Царевич вовсе не был слабым и трусливым истериком, каким порой его изображают. Ведь до сих пор Алексея представляют в образе, который талантливо, но предвзято создал Николай Черкасов в довоенном фильме «Петр Первый». На самом же деле Алексей Петрович – сын своего великого отца – унаследовал от него волю, упрямство. Забегая вперед, отмечу, что наследник не организовывал никакого заговора против отца, как пытались потом представить дело Петр и государственная пропаганда. Его сопротивление отцу было пассивным, никогда не вырывалось наружу, оно пряталось за демонстративным послушанием и формальным почитанием Петра как отца и как государя. Но все же царевич с нетерпением ждал своего часа, который должен был наступить со смертью отца. Он верил в свою звезду, твердо знал: за ним, единственным и законным наследником, – будущее, и нужно лишь, сжав зубы, дождаться часа своего торжества. При этом царевич не чувствовал себя и одиноким: за его спиной стояли верные люди из ближнего окружения, на его стороне были симпатии знати, раздраженной господством выскочек вроде Меншикова, его поддерживали все, недовольные реформами.

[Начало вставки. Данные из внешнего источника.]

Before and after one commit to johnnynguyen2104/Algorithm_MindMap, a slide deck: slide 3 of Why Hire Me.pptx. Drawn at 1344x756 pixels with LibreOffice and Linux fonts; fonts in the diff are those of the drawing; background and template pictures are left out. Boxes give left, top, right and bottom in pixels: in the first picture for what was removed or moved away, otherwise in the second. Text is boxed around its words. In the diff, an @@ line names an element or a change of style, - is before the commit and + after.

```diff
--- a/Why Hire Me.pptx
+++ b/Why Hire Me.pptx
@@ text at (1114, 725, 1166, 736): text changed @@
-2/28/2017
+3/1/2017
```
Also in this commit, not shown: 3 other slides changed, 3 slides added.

В октябре 1715 года узел этой трагедии затянулся еще туже. К этому времени Алексей по воле Петра был уже давно женат на вольфенбюттельской кронпринцессе Шарлотте, и 12 октября у супругов родился второй ребенок – сын, названный в честь деда Петром. Вскоре после родов Шарлотта умерла. Буквально через две недели жена Петра Великого, царица Екатерина родила долгожданного мальчика, которого тоже назвали Петром. Он рос здоровым и живым малышом. Шишечка, Потрошенок (то есть плоть от плоти) – так называли сына Петр и Екатерина в своих письмах. Как юные родители-молодожены восхищаются своим первенцем, так уже немолодая царская чета с восторгом встречала первые шаги своего сынка. «Прошу у Вас, батюшка мой, защиты, – шутит в письме Екатерина, – так как он немалую ссору имеет со мной из-за Вас: когда я про Вас помяну ему, что папа уехал, то не любит такой речи, что уехал, но более любит и радуется, когда скажешь, что здесь папа». В другом письме: «Дорогой наш Шишечка часто своего дражайшего папу упоминает и при помощи Бога в своем возрасте совершенствуется».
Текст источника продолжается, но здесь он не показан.